Below are the records to transcribe exactly; do not include any images.

*** Data in this exercise Section Begins ***

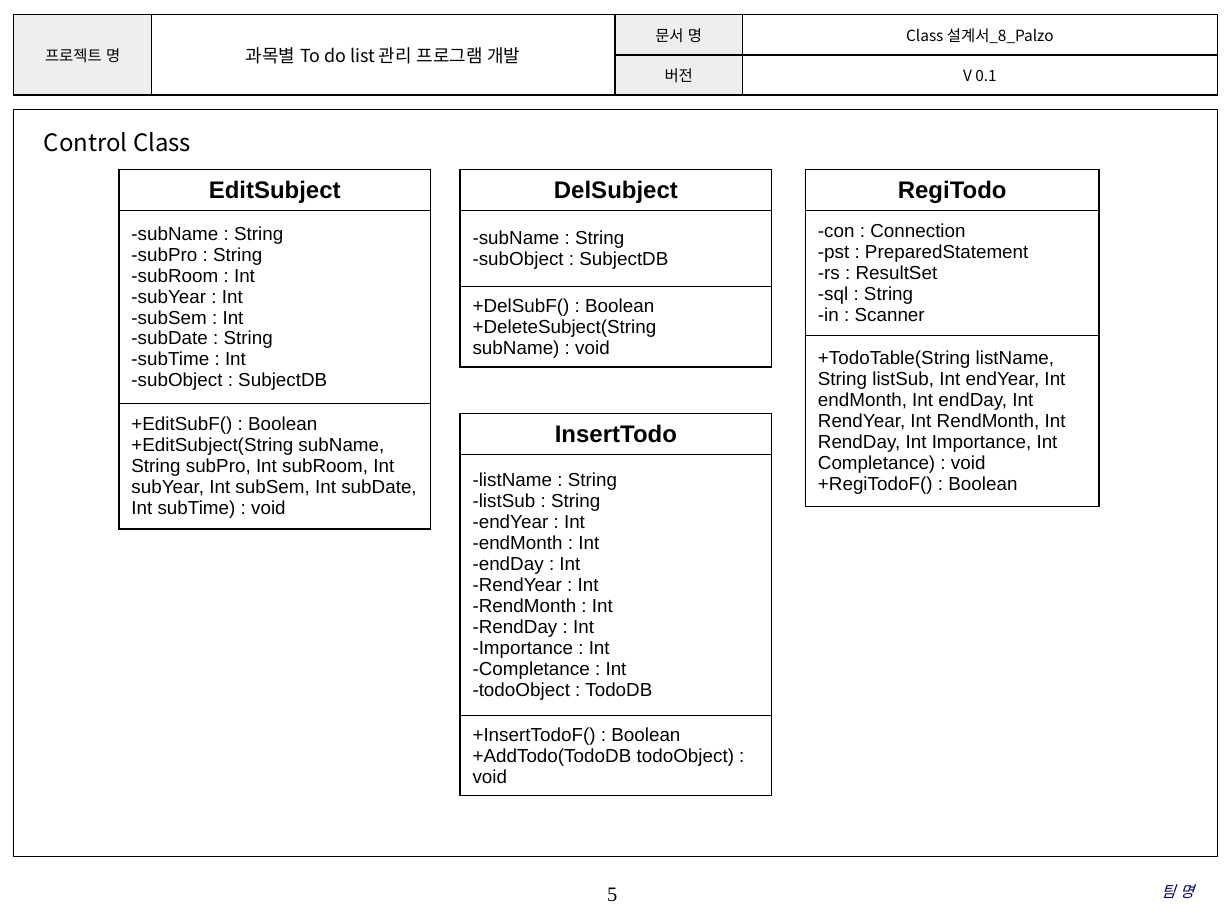
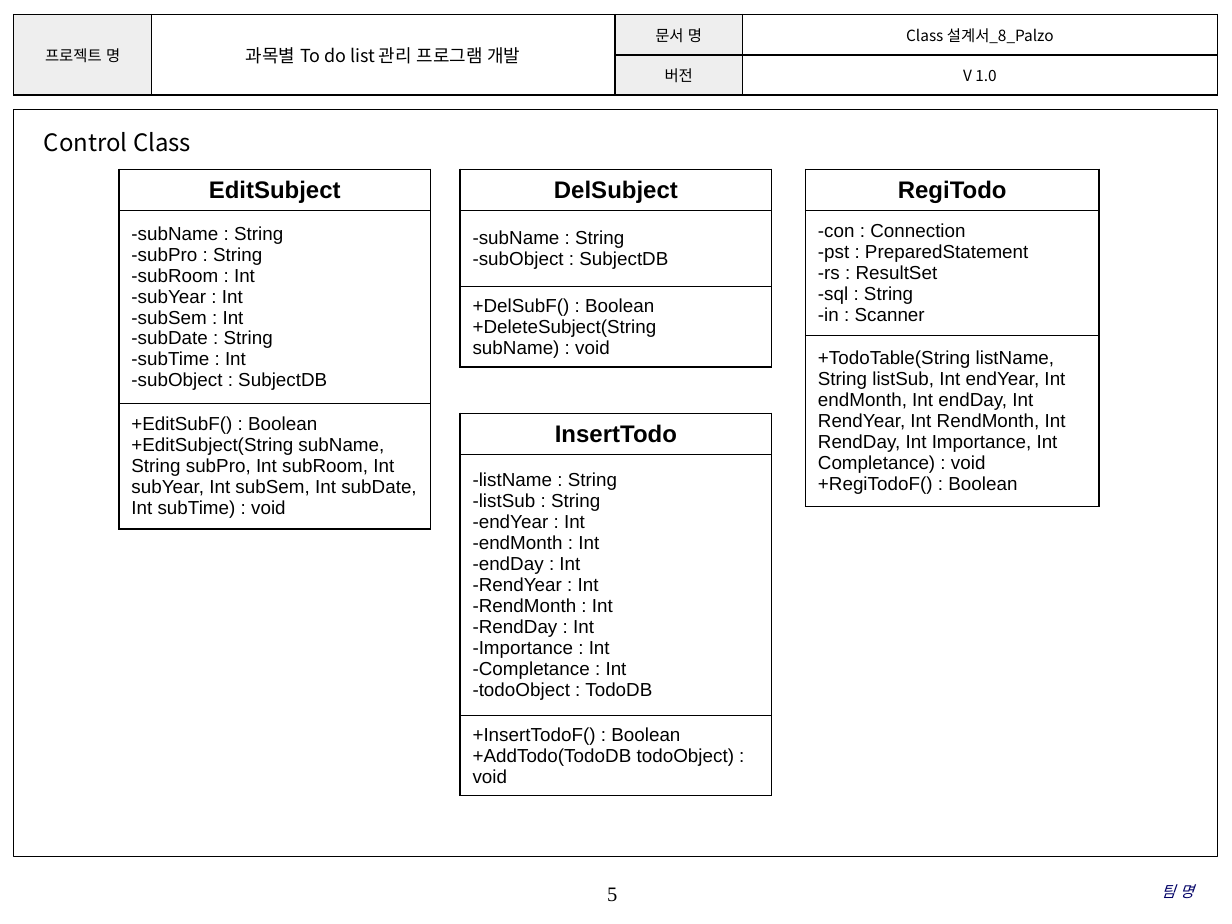
Before and after one commit to SMU-SE-Admin/18-1_8_PALZO_Doc, a slide deck: slide 5 of 03 설계/Class 설계서_8_Palzo.pptx. Drawn at 1232x924 pixels with LibreOffice and Linux fonts; fonts in the diff are those of the drawing; background and template pictures are left out. Boxes give left, top, right and bottom in pixels: in the first picture for what was removed or moved away, otherwise in the second. Text is boxed around its words. In the diff, an @@ line names an element or a change of style, - is before the commit and + after.

```diff
--- a/03 설계/Class 설계서_8_Palzo.pptx
+++ b/03 설계/Class 설계서_8_Palzo.pptx
@@ table at [14, 15, 1217, 95] @@
-row 2, column 4: V 0.1
+row 2, column 4: V 1.0
```
Also in this commit, not shown: 7 other slides changed.

*** Data in this exercise Section Ends ***

> **Response to this exercise**:
Before and after one commit to SMU-SE-Admin/18-1_8_PALZO_Doc, a slide deck: slide 5 of 03 설계/Class 설계서_8_Palzo.pptx. Drawn at 1232x924 pixels with LibreOffice and Linux fonts; fonts in the diff are those of the drawing; background and template pictures are left out. Boxes give left, top, right and bottom in pixels: in the first picture for what was removed or moved away, otherwise in the second. Text is boxed around its words. In the diff, an @@ line names an element or a change of style, - is before the commit and + after.

```diff
--- a/03 설계/Class 설계서_8_Palzo.pptx
+++ b/03 설계/Class 설계서_8_Palzo.pptx
@@ table at [14, 15, 1217, 95] @@
-row 2, column 4: V 0.1
+row 2, column 4: V 1.0
```
Also in this commit, not shown: 7 other slides changed.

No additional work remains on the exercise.